What the task requires. Given the entries that follow, write out exactly the lines starting at the one containing "0, 0), (1, 0, 0))" and ending at the one containing "mouth_radius, mouth_bottom, stud_top))", both ends included, and only those.

= Beginning of Section =

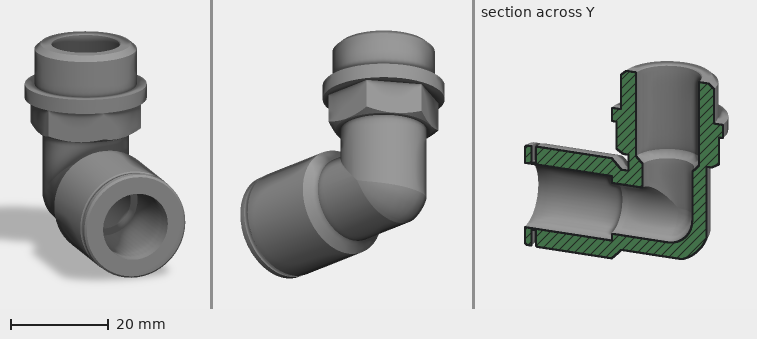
import cadquery as cq


pipe_radius = 8.8
corner_offset = 0.6
flow_radius = 5.495

flange_radius = 12.5
stud_radius = 10.48
stud_tip_radius = 9.25
stud_tip_height = 1.05
hex_flats = 20.0
hex_end_radius = 9.9
hex_bottom = 12.2
hex_top = 19.0
flange_top = 22.0
stud_top = 30.53
stud_bore_radius = 7.0
stud_bore_bottom = hex_bottom
stud_mouth_chamfer = 0.2

sleeve_radius = 11.0
sleeve_cone_start = 10.32
sleeve_start = sleeve_cone_start + sleeve_radius - pipe_radius
sleeve_end = 29.5
sleeve_chamfer = 0.25
neck_radius = 7.41
ring_radius = 10.9
ring_start = 30.45
ring_end = 44.5 - flange_radius
ring_chamfer = 0.4
tube_bore_radius = 7.0
tube_bore_bottom = sleeve_start


def turned_z(radius, bottom, top):
    return cq.Workplane("XY").workplane(offset=bottom).circle(radius).extrude(top - bottom)


def turned_x(radius, start, end):
    return cq.Workplane("YZ").workplane(offset=start).circle(radius).extrude(end - start)


def cone_z(bottom_radius, top_radius, bottom, top):
    outline = [(0, bottom), (bottom_radius, bottom), (top_radius, top), (0, top)]
    return cq.Workplane("XZ").polyline(outline).close().revolve(360, (0, 0, 0), (0, 1, 0))


def rounded_corner():
    """Mitred outer corner of the elbow, rounded by an arc section turned about the Y axis."""
    mitre = turned_z(pipe_radius, -pipe_radius, 0).intersect(turned_x(pipe_radius, -pipe_radius, 0))
    rounding = (
        cq.Workplane("XY")
        .moveTo(0, -pipe_radius)
        .lineTo(corner_offset, -pipe_radius)
        .threePointArc((corner_offset + pipe_radius, 0), (corner_offset, pipe_radius))
        .lineTo(0, pipe_radius)
        .close()
        .revolve(360, (0, 0, 0), (0, 1, 0))
    )
    return mitre.intersect(rounding)


def elbow():
    upright = turned_z(pipe_radius, 0, hex_bottom)
    branch = turned_x(pipe_radius, 0, sleeve_start)
    return upright.union(branch).union(rounded_corner())


def hexagon():
    """Spanner hexagon with flats facing +Y and -Y and its lower corners chamfered at 30 degrees."""
    height = hex_top - hex_bottom
    hex_corners = hex_flats * 2 / 3 ** 0.5
    prism = (
        cq.Workplane("XY")
        .workplane(offset=hex_bottom)
        .polygon(6, hex_corners)
        .extrude(height)
    )
    envelope_growth = height * 3 ** 0.5
    envelope = cone_z(hex_end_radius, hex_end_radius + envelope_growth, hex_bottom, hex_top)
    return prism.intersect(envelope)


def threaded_end():
    flange = turned_z(flange_radius, hex_top, flange_top)
    tip_bottom = stud_top - stud_tip_height
    stud = turned_z(stud_radius, flange_top, tip_bottom)
    tip = cone_z(stud_radius, stud_tip_radius, tip_bottom, stud_top)
    return hexagon().union(flange).union(stud).union(tip)


def tube_end():
    """Coned sleeve, neck and release ring turned about the X axis."""
    outline = [
        (sleeve_cone_start, 0),
        (sleeve_cone_start, pipe_radius),
        (sleeve_start, sleeve_radius),
        (sleeve_end - sleeve_chamfer, sleeve_radius),
        (sleeve_end, sleeve_radius - sleeve_chamfer),
        (sleeve_end, neck_radius),
        (ring_start, neck_radius),
        (ring_start, ring_radius),
        (ring_end - ring_chamfer, ring_radius),
        (ring_end, ring_radius - ring_chamfer),
        (ring_end, 0),
    ]
    return cq.Workplane("XZ").polyline(outline).close().revolve(360, (0, 0, 0), (1, 0, 0))


def passage():
    """Bent flow channel with a spherical turn, opening into the stud bore and the tube bore."""
    cone_bottom = stud_bore_bottom - (stud_bore_radius - flow_radius)
    mouth_bottom = stud_top - stud_mouth_chamfer
    mouth_radius = stud_bore_radius + stud_mouth_chamfer
    return (
        cq.Workplane("XY")
        .sphere(flow_radius)
        .union(turned_z(flow_radius, 0, stud_bore_bottom))
        .union(turned_x(flow_radius, 0, tube_bore_bottom))
        .union(cone_z(flow_radius, stud_bore_radius, cone_bottom, stud_bore_bottom))
        .union(turned_z(stud_bore_radius, stud_bore_bottom, stud_top))
        .union(cone_z(stud_bore_radius, mouth_radius, mouth_bottom, stud_top))
        .union(turned_x(tube_bore_radius, tube_bore_bottom, ring_end))
    )


result = elbow().union(threaded_end()).union(tube_end()).cut(passage())

= End of Section =

Answer area.
    return cq.Workplane("XZ").polyline(outline).close().revolve(360, (0, 0, 0), (1, 0, 0))


def passage():
    """Bent flow channel with a spherical turn, opening into the stud bore and the tube bore."""
    cone_bottom = stud_bore_bottom - (stud_bore_radius - flow_radius)
    mouth_bottom = stud_top - stud_mouth_chamfer
    mouth_radius = stud_bore_radius + stud_mouth_chamfer
    return (
        cq.Workplane("XY")
        .sphere(flow_radius)
        .union(turned_z(flow_radius, 0, stud_bore_bottom))
        .union(turned_x(flow_radius, 0, tube_bore_bottom))
        .union(cone_z(flow_radius, stud_bore_radius, cone_bottom, stud_bore_bottom))
        .union(turned_z(stud_bore_radius, stud_bore_bottom, stud_top))
        .union(cone_z(stud_bore_radius, mouth_radius, mouth_bottom, stud_top))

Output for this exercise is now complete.